Lister 5/1 Diesel

Ruston-Hornsby 1ZHR

Rebuilding the Ruston - Page 13

08/05/2010 Continued

Simplest thing to do is to cast some weight to suit the flywheel rim curvature, and make them thick enough to be structurally sound so they can be bolted on. First picture is the flat sheet of lead formed over the rim, second is the folded-up piece of the same weight.

Worked well enough, there's also a shot of the balancing shaft in there for completeness.


08/05/2010 Continued

Still here! Work harder on my bl**dy engine than I do for the company! Cleaned up the cast weights, marked out & drilled them, and got the flywheels drilled and tapped M6 to take the bolts to hold the weights in place.

The bolts will be Loctited once in position and the painting has been done. Pictures are slightly blurred, sorry about that.

I started to get the rest of the flywheels painted, so they will be dry enough to handle tomorrow, hopefully I can get them both up on the engine and the rims rubbed down and a coat of blue applied.



Took a couple of close-up shots of the weights last night, but forgot to post them:

Another productive day, got both flywheels back on the engine and the rims painted (at last!) only a quick first coat, there's more to go on the sides to clean it all up once we have more blue on the rims.

The key for the 'new' flywheel is going to need some thought. The flywheel appears to be slightly oversize in the bore, it tends to drop a thou or so when the keyways coincide with each other, so we have to allow for that when we fit the parallel key. We also will probably have to fit a bolt through the hub to clamp the keyway and to pull the flywheel hub against the crankshaft, otherwise it's going to work loose.

The plates for raising the layshaft blocks was in fact in the postbox on Saturday, I had assumed a larger packet that would be brought in by the postie. Drilled them both and files the holes out to allow for adjustment, then tried a quick fit, looks like we are in with a shout.

Last job of the day was to make up a chain and hook for the trolley towbar, it's dammed heavy and can't be left laid on the ground, it is too dangerous. I had a bit of small galvanised chain, fashioned a hook out of a long M6 stainless bolt, and screwed an eye bolt to the cooling tank frame, job done.



Busy day again, but good progress today with engine things. First job was another coat of blue on the flywheel rims, this tin of Lechler 2K paint has an excellent, smooth finish, really nice.
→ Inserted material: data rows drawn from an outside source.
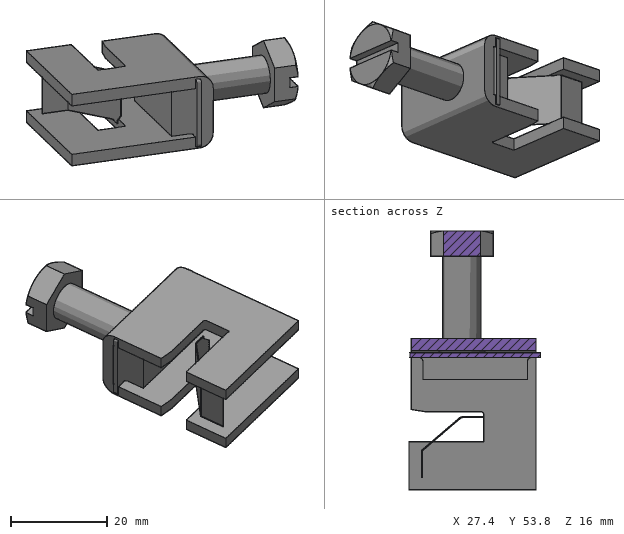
import cadquery as cq
import math

TOTAL_LENGTH = 53.8

BRACKET_HEIGHT = 16.0
SHEET = 2.6
BRACKET_TOP = 31.45
BRACKET_LEFT = -10.55
BRACKET_RIGHT = 15.45
JAW_LEFT = -11.05
BEND_RADIUS = 3.0
INNER_HEIGHT = BRACKET_HEIGHT - 2 * SHEET
INNER_TOP = BRACKET_TOP - SHEET

MOUTH_BOTTOM = 10.0
MOUTH_TOP = 16.2
MOUTH_END = 4.5
MOUTH_RADIUS = 0.55
LEAD_IN_LENGTH = 3.05
LEAD_IN_RISE = 0.5

SHANK_DIAMETER = 8.0
COLLAR_DIAMETER = 9.5
HEAD_FLATS = 13.0
HEAD_CORNERS = HEAD_FLATS / math.cos(math.radians(30))
HEAD_HEIGHT = 5.25
HEAD_BASE = TOTAL_LENGTH - HEAD_HEIGHT
HEAD_CHAMFER_ANGLE = 30.0
SLOT_WIDTH = 2.15
SLOT_DEPTH = 1.9

PLATE_TOP = 28.5
PLATE_THICKNESS = 1.0
PLATE_BOTTOM = PLATE_TOP - PLATE_THICKNESS
PLATE_LEFT = -10.85
PLATE_RIGHT = 16.35
FLANGE_HEIGHT = 14.95
FLANGE_RADIUS = 0.65
PAD_INSET = 2.75
PAD_LEFT = PLATE_LEFT + PAD_INSET
PAD_RIGHT = PLATE_RIGHT - PAD_INSET
PAD_HEIGHT = 10.55
PAD_BOTTOM = 22.9
PAD_FILLET = 0.8

SPRING_SHEET = 0.2
SPRING_LEFT = -8.4
SPRING_BOTTOM = 2.55
SPRING_LOWER_BEND = 8.25
SPRING_UPPER_BEND = -0.2
SPRING_TOP = 15.2
SPRING_BEND_RADIUS = 1.4
TONGUE_START = 2.6
TONGUE_END = 4.55
TONGUE_ROOT_WIDTH = 9.45
TONGUE_TIP_WIDTH = 5.7


def block(x0, x1, y0, y1, height):
    """Box between the given X and Y limits, centred on Z = 0."""
    return cq.Workplane("XY").box(x1 - x0, y1 - y0, height).translate(((x0 + x1) / 2, (y0 + y1) / 2, 0))


def cylinder(diameter, y0, y1):
    """Cylinder along the screw axis."""
    return cq.Workplane("XZ", origin=(0, y0, 0)).circle(diameter / 2).extrude(y0 - y1)


def make_bracket():
    body = block(JAW_LEFT, BRACKET_RIGHT, 0, BRACKET_TOP, BRACKET_HEIGHT)
    body = body.edges("|X and >Y").fillet(BEND_RADIUS)
    body = body.cut(block(JAW_LEFT, BRACKET_RIGHT, 0, INNER_TOP, INNER_HEIGHT))
    mouth = (
        cq.Workplane("XY", origin=(0, 0, -BRACKET_HEIGHT / 2))
        .moveTo(JAW_LEFT, MOUTH_BOTTOM)
        .lineTo(MOUTH_END, MOUTH_BOTTOM)
        .lineTo(MOUTH_END, MOUTH_TOP - MOUTH_RADIUS)
        .radiusArc((MOUTH_END - MOUTH_RADIUS, MOUTH_TOP), -MOUTH_RADIUS)
        .lineTo(BRACKET_LEFT + LEAD_IN_LENGTH, MOUTH_TOP)
        .lineTo(BRACKET_LEFT, MOUTH_TOP + LEAD_IN_RISE)
        .lineTo(BRACKET_LEFT, BRACKET_TOP)
        .lineTo(JAW_LEFT, BRACKET_TOP)
        .close()
        .extrude(BRACKET_HEIGHT)
    )
    return body.cut(mouth)


def make_screw():
    head = (
        cq.Workplane("XZ", origin=(0, HEAD_BASE, 0))
        .polygon(6, HEAD_CORNERS)
        .extrude(-HEAD_HEIGHT)
        .rotate((0, 0, 0), (0, 1, 0), 30)
    )
    flat_radius = HEAD_FLATS / 2
    corner_radius = HEAD_CORNERS / 2
    corner_drop = (corner_radius - flat_radius) * math.tan(math.radians(HEAD_CHAMFER_ANGLE))
    envelope = (
        cq.Workplane("XY")
        .moveTo(0, HEAD_BASE)
        .lineTo(corner_radius, HEAD_BASE)
        .lineTo(corner_radius, TOTAL_LENGTH - corner_drop)
        .lineTo(flat_radius, TOTAL_LENGTH)
        .lineTo(0, TOTAL_LENGTH)
        .close()
        .revolve(360, (0, 0, 0), (0, 1, 0))
    )
    slot = block(-corner_radius, corner_radius, TOTAL_LENGTH - SLOT_DEPTH, TOTAL_LENGTH, SLOT_WIDTH)
    head = head.intersect(envelope).cut(slot)
    shank = cylinder(SHANK_DIAMETER, INNER_TOP, HEAD_BASE)
    collar = cylinder(COLLAR_DIAMETER, PLATE_TOP, INNER_TOP)
    return head.union(shank).union(collar)


def make_pressure_plate():
    plate = block(PLATE_LEFT, PLATE_RIGHT, PLATE_BOTTOM, PLATE_TOP, INNER_HEIGHT)
    for x0, x1 in ((PLATE_LEFT, BRACKET_LEFT), (BRACKET_RIGHT, PLATE_RIGHT)):
        flange = block(x0, x1, PLATE_BOTTOM, PLATE_TOP, FLANGE_HEIGHT)
        outer_edges = "|Y and <X" if x0 == PLATE_LEFT else "|Y and >X"
        radius = min(FLANGE_RADIUS, 0.9 * (x1 - x0))
        plate = plate.union(flange.edges(outer_edges).fillet(radius))
    pad = (
        cq.Workplane("XY", origin=(0, 0, -PAD_HEIGHT / 2))
        .moveTo(PAD_LEFT, PAD_BOTTOM)
        .lineTo(PAD_RIGHT, PAD_BOTTOM)
        .lineTo(PAD_RIGHT, PLATE_BOTTOM - PAD_FILLET)
        .radiusArc((PAD_RIGHT + PAD_FILLET, PLATE_BOTTOM), PAD_FILLET)
        .lineTo(PAD_LEFT - PAD_FILLET, PLATE_BOTTOM)
        .radiusArc((PAD_LEFT, PLATE_BOTTOM - PAD_FILLET), PAD_FILLET)
        .close()
        .extrude(PAD_HEIGHT)
    )
    return plate.union(pad)


def make_spring():
    slope = math.atan2(SPRING_TOP - SPRING_LOWER_BEND, SPRING_UPPER_BEND - SPRING_LEFT)
    lower_shift = SPRING_SHEET * math.tan((math.pi / 2 - slope) / 2)
    upper_shift = SPRING_SHEET * math.tan(slope / 2)
    spring = (
        cq.Workplane("XY", origin=(0, 0, -INNER_HEIGHT / 2))
        .moveTo(SPRING_LEFT, SPRING_BOTTOM)
        .lineTo(SPRING_LEFT, SPRING_LOWER_BEND)
        .lineTo(SPRING_UPPER_BEND, SPRING_TOP)
        .lineTo(TONGUE_END, SPRING_TOP)
        .lineTo(TONGUE_END, SPRING_TOP - SPRING_SHEET)
        .lineTo(SPRING_UPPER_BEND + upper_shift, SPRING_TOP - SPRING_SHEET)
        .lineTo(SPRING_LEFT + SPRING_SHEET, SPRING_LOWER_BEND - lower_shift)
        .lineTo(SPRING_LEFT + SPRING_SHEET, SPRING_BOTTOM)
        .close()
        .extrude(INNER_HEIGHT)
    )
    outer_bend = cq.selectors.NearestToPointSelector((SPRING_UPPER_BEND, SPRING_TOP, 0))
    inner_bend = cq.selectors.NearestToPointSelector(
        (SPRING_UPPER_BEND + upper_shift, SPRING_TOP - SPRING_SHEET, 0)
    )
    spring = spring.edges(outer_bend).fillet(SPRING_BEND_RADIUS)
    spring = spring.edges(inner_bend).fillet(SPRING_BEND_RADIUS - SPRING_SHEET)
    for side in (-1, 1):
        corner = (
            cq.Workplane("XZ", origin=(0, SPRING_TOP, 0))
            .moveTo(TONGUE_START, side * INNER_HEIGHT / 2)
            .lineTo(TONGUE_START, side * TONGUE_ROOT_WIDTH / 2)
            .lineTo(TONGUE_END, side * TONGUE_TIP_WIDTH / 2)
            .lineTo(TONGUE_END, side * INNER_HEIGHT / 2)
            .close()
            .extrude(SPRING_SHEET)
        )
        spring = spring.cut(corner)
    return spring


result = make_bracket().union(make_screw()).union(make_pressure_plate()).union(make_spring())

The major mechanical job that is left to do is the flywheel key for the 'new' flywheel and also for the drive wheel, which came with the electric dyno and without a key.

The 2 keys that Mark McGrath made for us were long enough to cut into two, one for the flywheel and one for the drive wheel. They were both set up in the lathe and the ends faced square, the one end was tapped M8 for a slide hammer, to enable them to be pulled out, hopefully!

Once they were done, the new flywheel was fitted with its key, fair bit of filing to get it tight enough to hold, but not too tight so it wouldn't fit.

I used a 3/4" steel bar as a drift to knock it in with a 2lb hammer, it was nicely tight all the way, so hopefully won't work loose.

The rev-counter pulley has its own plain key, but being sandwiched between other parts, it doesn't need to be retained. Note the engine number on the pulley, the key is also stamped with the full number!

Then finally the drive wheel was lifted into place and its key fitted.

That left us with the possibility of a run, so the longer glow plug (Vectra Diesel) was fitted into a temporary housing, Rita held the wires onto a battery and I swung the handle. Immediate start, no problems at all, better than the glowing starters and no paper debris in the exhaust!

The engine was stone cold, and it has been a chilly old day, so we were well pleased at how quickly it started on the glow plug, which is about 3" closer to the piston than the first one, and also has a quick-start element built-in.

The engine was still 'bouncy-bouncy', and this time we were prepared, with a couple of axle stands and a white board marker pen, we held the pen against the flywheel so that it just contacted at the lowest point of depression of the suspension.

We wiped the marks off with WD-40, but put a permanent mark on the new paint to show where it was.

The picture below just shows the mark on the flywheel nearest the camera, and it is at the very top. The piston is just off TDC with the flyweights on the crankshaft at the back.

Just got to work out now how much weight we need to add to the flywheels to take that bounce out as much as possible. Just a note, it gets worse as it slows down!

Put some paint onto the Start-O-Matic flywheel pulley as well, same colour scheme as the Ruston flywheels.